Ich hatte mich mit der Waldorfpädagogik schon einige Jahre beschäftigt. Meinem Mann und mir wurde klar: Unsere Kinder sollen einen Waldorfkindergarten besuchen.

Ich merkte, wie wichtig es ist, mit den Kindern den Tagesablauf rhythmisch zu leben, z.B. Mahlzeiten zu festen Zeiten einzunehmen. Wie das Ordnung und auch Sicherheit gibt. Auch für mich perönlich war das ganz wichtig.

Ein weiterer Punkt war die Wahl des Spielmaterials. Tücher, Holzklötze, Rinden, Tannenzapfen, ein paar Stehpüppchen, gestrickte Tiere. Damit lässt sich das schönste Tischpuppentheater aufbauen. Oder zwei Spielständer und ein paar große Tücher - so ist schnell ein Haus gebaut, in dem es sich wunderbar wohnen lässt.

Vorbild und Nachahmung - ein weiteres Stichwort im 1. Jahrsiebt. Ich merkte ganz deutlich an meinen Kindern, wie ich in meinen Tätigkeiten bis in die kleinste Handbewegung nachgeahmt wurde. Wenn man seine Kinder beobachtet, dann sieht man sich oft wie in einem Spiegel.

Auf diese Art fand ich automatisch zur Selbsterziehung. Ich achtete viel genauer als sonst darauf, was ich sagte, und wie und was ich tat: Stimmte das überhaupt überein? Die Kinder achten in jedem Falle darauf. In den Augen des Kindes ist man nicht das, was man sagt, sondern das, was man tut.

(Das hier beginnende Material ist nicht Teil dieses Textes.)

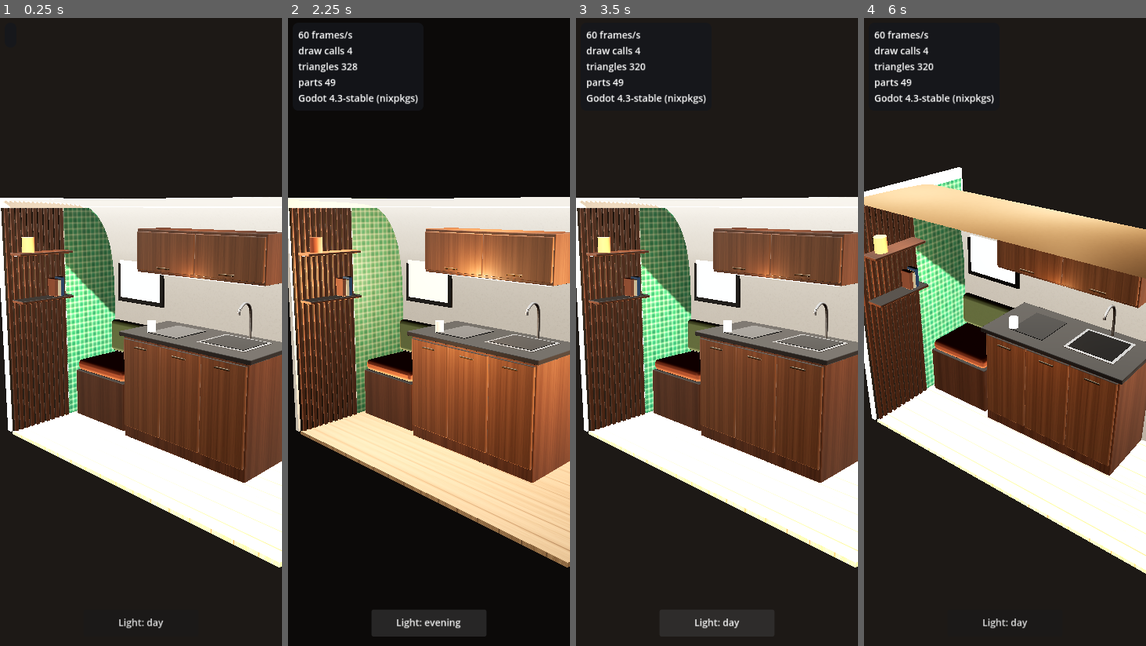
Above: before the commit, frames 1-4 (left to right).
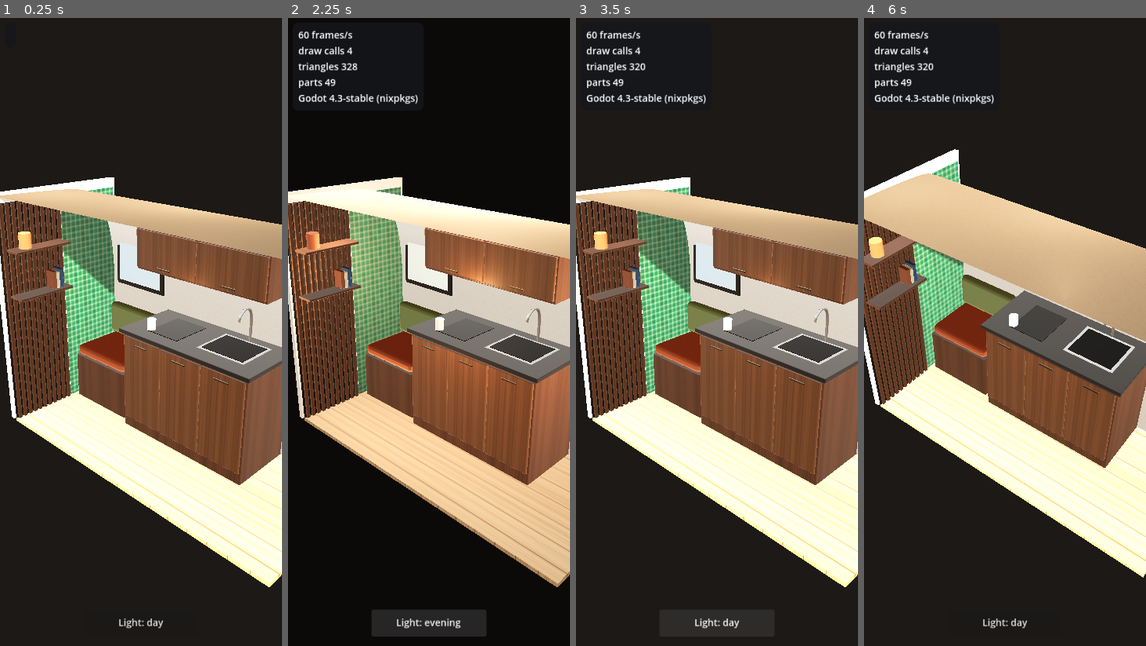
Above: after the commit, the same moments.

Repository: kyuhocho123/vanlab-demos
Game: Godot game, scene res://main.tscn
The game is run twice, just before and just after one commit, with the same random seed, the same clock (stepped at 60 frames per second) and the same inputs.
Inputs (mouse positions are in pixels of both pictures, inside the frame that each line leads up to):
- Up to frame 1 (0.25 s): no input
- Up to frame 2 (2.25 s): click "Light: day" at 0.5 s; click "Light: evening" at 1.25 s; click "Light: day" at 2 s
- Up to frame 3 (3.5 s): click "Light: evening" at 2.75 s
- Up to frame 4 (6 s): click "Light: day" at 3.5 s; click "Light: evening" at 4.25 s; tap Enter at 5 s; move the mouse to (1067, 300) at 5.02 s; click (1067, 300) at 5.17 s; tap Space at 5.75 s; drag from (948, 363) to (990, 457) at 5.77 s

The runs differ from the first frame. In frame 1, 30% of the frame differs, in the area x 0-100%, y 25-91%; in frame 2, 25%; in frame 3, 30%; in frame 4, 33%, in the area x 0-100%, y 20-90%.

Commit message:
Look check: light levels matched to the web version, higher camera, swipe speed tied to screen size
Co-Authored-By: Claude Fable 5.2 <noreply@anthropic.com>
Claude-Session: https://claude.ai/code/session_01HiVMW5vedgkeGdbn9v4PfV

Diff:
--- a/godot-look/main.gd
+++ b/godot-look/main.gd
@@ -14,7 +14,7 @@
 var cam: Camera3D
 var cam_dist := 4.4
 var cam_yaw := 0.78
-var cam_pitch := 0.22
+var cam_pitch := 0.4
 var tall := true
 var env: Environment
 var sun: DirectionalLight3D
@@ -432,10 +432,10 @@
 	env = Environment.new()
 	env.background_mode = Environment.BG_COLOR
 	var sky_mat := ProceduralSkyMaterial.new()       # stands in for the web version's generated room
-	sky_mat.sky_top_color = Color(0.95, 0.9, 0.82)
-	sky_mat.sky_horizon_color = Color(0.62, 0.56, 0.5)
-	sky_mat.ground_horizon_color = Color(0.42, 0.36, 0.31)
-	sky_mat.ground_bottom_color = Color(0.2, 0.16, 0.13)
+	sky_mat.sky_top_color = Color(0.9, 0.86, 0.8)
+	sky_mat.sky_horizon_color = Color(0.72, 0.67, 0.62)
+	sky_mat.ground_horizon_color = Color(0.62, 0.57, 0.52)
+	sky_mat.ground_bottom_color = Color(0.42, 0.37, 0.32)
 	sky_mat.sun_angle_max = 0.0
 	var sky := Sky.new()
 	sky.sky_material = sky_mat
@@ -467,15 +467,16 @@
 
 func _apply_mood() -> void:
 	env.background_color = Color("0c0a09") if evening else Color("1d1916")
-	env.ambient_light_energy = 0.14 if evening else 0.6
+	# Godot does not divide light energy by pi as three.js does, so the web numbers are scaled down.
+	env.ambient_light_energy = 0.1 if evening else 0.38
 	env.tonemap_exposure = 0.95 if evening else 1.05
-	sun.light_energy = 0.0 if evening else 1.7
+	sun.light_energy = 0.0 if evening else 0.85
 	sun.shadow_enabled = not evening
 	sun.visible = not evening
-	led1.light_energy = 2.6 if evening else 0.5
-	led2.light_energy = 2.2 if evening else 0.4
-	_mat("led").emission_energy_multiplier = 5.0 if evening else 2.0
-	_mat("glass").emission_energy_multiplier = 0.03 if evening else 1.0
+	led1.light_energy = 1.3 if evening else 0.25
+	led2.light_energy = 1.1 if evening else 0.2
+	_mat("led").emission_energy_multiplier = 2.5 if evening else 1.2
+	_mat("glass").emission_energy_multiplier = 0.03 if evening else 0.55
 	mood_button.text = "Light: evening" if evening else "Light: day"
 
 
@@ -527,8 +528,10 @@
 	elif event is InputEventScreenDrag:
 		touches[event.index] = event.position
 		if touches.size() == 1 and not gesture_lock:
-			cam_yaw = clampf(cam_yaw - event.relative.x * 0.006, 0.12, 1.42)   # stay in front of both walls
-			cam_pitch = clampf(cam_pitch + event.relative.y * 0.006, 0.03, 1.0)
+			var size := get_viewport().get_visible_rect().size
+			var k := 2.6 / minf(size.x, size.y)      # a swipe across the screen turns about 150 degrees on any screen
+			cam_yaw = clampf(cam_yaw - event.relative.x * k, 0.12, 1.42)   # stay in front of both walls
+			cam_pitch = clampf(cam_pitch + event.relative.y * k, 0.03, 1.0)
 			counters.orbits += 1
 		elif touches.size() >= 2:
 			var d := _pinch()

Der rege Austausch zwischen Erzieherin und Elternhaus ist auch ein äußerst wichtiger Punkt, um das Kind besser in seinem jeweiligen Entwicklungsschritt begleiten zu können. Hierzu dienen die Elternabende und auch die Hausbesuche, die die Erzieherin je nach Bedarf leistet. Das individuelle Gespräch ist für mich jedes Mal sehr hilfreich. Oftmals bewirkt es schon eine positive Veränderung, ohne dass in irgendeiner Weise mit dem Kinde darüber gesprochen wurde.

Ich muss sagen, ich bin sehr glücklich darüber, dass wir unseren Kindern die Chance geben konnten, den Waldorfkindergarten zu besuchen.